━━━ Data supplied

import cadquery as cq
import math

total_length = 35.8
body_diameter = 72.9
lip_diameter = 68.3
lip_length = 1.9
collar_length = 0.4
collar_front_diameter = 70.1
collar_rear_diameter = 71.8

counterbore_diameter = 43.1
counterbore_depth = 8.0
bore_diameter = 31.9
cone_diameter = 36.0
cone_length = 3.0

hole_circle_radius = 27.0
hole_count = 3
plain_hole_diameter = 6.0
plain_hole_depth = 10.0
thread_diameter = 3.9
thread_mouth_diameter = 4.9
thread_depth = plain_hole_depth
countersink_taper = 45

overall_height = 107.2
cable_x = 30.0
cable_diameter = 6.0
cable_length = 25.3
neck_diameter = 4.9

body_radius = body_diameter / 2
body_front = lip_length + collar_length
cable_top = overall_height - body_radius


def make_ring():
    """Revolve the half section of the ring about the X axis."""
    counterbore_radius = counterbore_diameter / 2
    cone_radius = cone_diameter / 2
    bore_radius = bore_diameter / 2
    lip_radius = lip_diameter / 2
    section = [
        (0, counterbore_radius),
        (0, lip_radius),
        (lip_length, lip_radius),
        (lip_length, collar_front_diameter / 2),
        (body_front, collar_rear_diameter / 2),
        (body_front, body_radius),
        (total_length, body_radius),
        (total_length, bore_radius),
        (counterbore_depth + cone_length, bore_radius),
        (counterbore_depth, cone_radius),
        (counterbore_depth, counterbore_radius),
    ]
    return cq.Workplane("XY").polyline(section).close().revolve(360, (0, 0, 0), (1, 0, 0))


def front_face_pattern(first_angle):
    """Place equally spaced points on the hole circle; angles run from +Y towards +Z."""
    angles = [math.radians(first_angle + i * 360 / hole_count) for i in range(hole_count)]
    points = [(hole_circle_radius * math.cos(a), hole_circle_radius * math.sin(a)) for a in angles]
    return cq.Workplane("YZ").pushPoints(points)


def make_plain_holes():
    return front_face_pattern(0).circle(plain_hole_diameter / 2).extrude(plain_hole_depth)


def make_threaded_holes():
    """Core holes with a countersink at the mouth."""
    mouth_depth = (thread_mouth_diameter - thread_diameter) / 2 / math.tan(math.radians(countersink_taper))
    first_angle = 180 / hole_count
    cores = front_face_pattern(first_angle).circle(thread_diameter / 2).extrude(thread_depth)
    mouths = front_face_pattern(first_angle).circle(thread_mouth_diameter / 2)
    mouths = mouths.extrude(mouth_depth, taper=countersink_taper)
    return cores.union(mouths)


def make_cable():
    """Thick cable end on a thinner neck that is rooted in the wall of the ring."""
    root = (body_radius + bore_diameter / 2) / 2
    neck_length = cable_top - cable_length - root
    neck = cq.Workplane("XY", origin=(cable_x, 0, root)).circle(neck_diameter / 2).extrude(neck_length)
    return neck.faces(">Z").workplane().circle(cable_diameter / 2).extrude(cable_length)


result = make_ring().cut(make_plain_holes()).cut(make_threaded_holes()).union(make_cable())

━━━━━━
━━━ Data supplied

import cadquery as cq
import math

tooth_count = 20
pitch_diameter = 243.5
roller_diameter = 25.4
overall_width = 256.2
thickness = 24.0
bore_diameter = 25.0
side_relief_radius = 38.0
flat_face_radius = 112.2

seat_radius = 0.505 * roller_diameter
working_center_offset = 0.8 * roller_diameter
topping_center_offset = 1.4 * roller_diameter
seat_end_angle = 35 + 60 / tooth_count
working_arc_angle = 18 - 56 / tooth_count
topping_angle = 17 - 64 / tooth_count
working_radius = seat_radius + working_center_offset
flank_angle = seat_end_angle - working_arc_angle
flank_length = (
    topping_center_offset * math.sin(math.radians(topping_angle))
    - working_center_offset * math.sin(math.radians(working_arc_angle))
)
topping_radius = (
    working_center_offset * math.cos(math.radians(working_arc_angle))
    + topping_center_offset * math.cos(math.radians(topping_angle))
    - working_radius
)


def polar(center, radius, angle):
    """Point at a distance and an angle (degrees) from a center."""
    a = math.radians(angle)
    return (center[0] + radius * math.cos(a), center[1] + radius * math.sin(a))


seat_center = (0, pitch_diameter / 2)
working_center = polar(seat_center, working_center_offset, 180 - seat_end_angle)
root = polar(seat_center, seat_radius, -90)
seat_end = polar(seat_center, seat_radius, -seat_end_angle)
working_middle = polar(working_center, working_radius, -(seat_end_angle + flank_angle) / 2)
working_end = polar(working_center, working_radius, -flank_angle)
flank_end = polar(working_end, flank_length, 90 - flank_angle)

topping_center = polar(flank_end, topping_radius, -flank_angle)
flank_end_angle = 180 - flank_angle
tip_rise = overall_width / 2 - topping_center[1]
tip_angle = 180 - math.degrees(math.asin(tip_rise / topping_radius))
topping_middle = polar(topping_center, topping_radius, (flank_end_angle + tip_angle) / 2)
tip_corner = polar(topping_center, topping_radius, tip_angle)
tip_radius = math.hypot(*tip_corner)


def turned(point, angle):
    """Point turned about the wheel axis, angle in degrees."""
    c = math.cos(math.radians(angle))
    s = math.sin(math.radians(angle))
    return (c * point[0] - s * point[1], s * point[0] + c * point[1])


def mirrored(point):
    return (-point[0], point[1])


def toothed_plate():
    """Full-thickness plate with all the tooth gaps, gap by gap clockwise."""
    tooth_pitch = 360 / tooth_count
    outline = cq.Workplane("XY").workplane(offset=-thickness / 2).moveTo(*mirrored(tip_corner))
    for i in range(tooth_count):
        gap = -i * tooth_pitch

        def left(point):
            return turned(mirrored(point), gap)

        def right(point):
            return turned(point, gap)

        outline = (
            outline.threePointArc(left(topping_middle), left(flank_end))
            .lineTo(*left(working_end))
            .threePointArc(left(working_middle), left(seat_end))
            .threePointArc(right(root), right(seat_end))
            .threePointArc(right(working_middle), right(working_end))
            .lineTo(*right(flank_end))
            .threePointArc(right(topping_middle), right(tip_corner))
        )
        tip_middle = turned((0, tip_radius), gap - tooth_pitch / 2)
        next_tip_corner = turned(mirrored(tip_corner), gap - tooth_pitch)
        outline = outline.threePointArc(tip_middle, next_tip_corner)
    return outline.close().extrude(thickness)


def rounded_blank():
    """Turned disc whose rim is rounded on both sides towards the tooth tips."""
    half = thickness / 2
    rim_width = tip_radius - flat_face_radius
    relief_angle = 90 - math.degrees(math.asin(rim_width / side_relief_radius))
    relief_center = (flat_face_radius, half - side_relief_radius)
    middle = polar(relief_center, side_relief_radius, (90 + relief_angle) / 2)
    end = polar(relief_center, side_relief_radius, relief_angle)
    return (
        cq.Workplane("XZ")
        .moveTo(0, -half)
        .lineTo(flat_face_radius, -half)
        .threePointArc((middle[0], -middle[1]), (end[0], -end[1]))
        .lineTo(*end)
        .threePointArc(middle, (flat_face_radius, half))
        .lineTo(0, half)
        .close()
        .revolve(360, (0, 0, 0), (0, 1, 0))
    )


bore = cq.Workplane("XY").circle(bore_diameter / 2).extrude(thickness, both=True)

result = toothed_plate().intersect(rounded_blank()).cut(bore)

━━━━━━

Directions:
What you give back should be exactly the lines of the data above from the line with "working_center = polar(seat_center, working_center_offset, 180" through the line with "polar(working_center, working_radius, -flank_angle)", both of those included, and nothing more.

Response box:
working_center = polar(seat_center, working_center_offset, 180 - seat_end_angle)
root = polar(seat_center, seat_radius, -90)
seat_end = polar(seat_center, seat_radius, -seat_end_angle)
working_middle = polar(working_center, working_radius, -(seat_end_angle + flank_angle) / 2)
working_end = polar(working_center, working_radius, -flank_angle)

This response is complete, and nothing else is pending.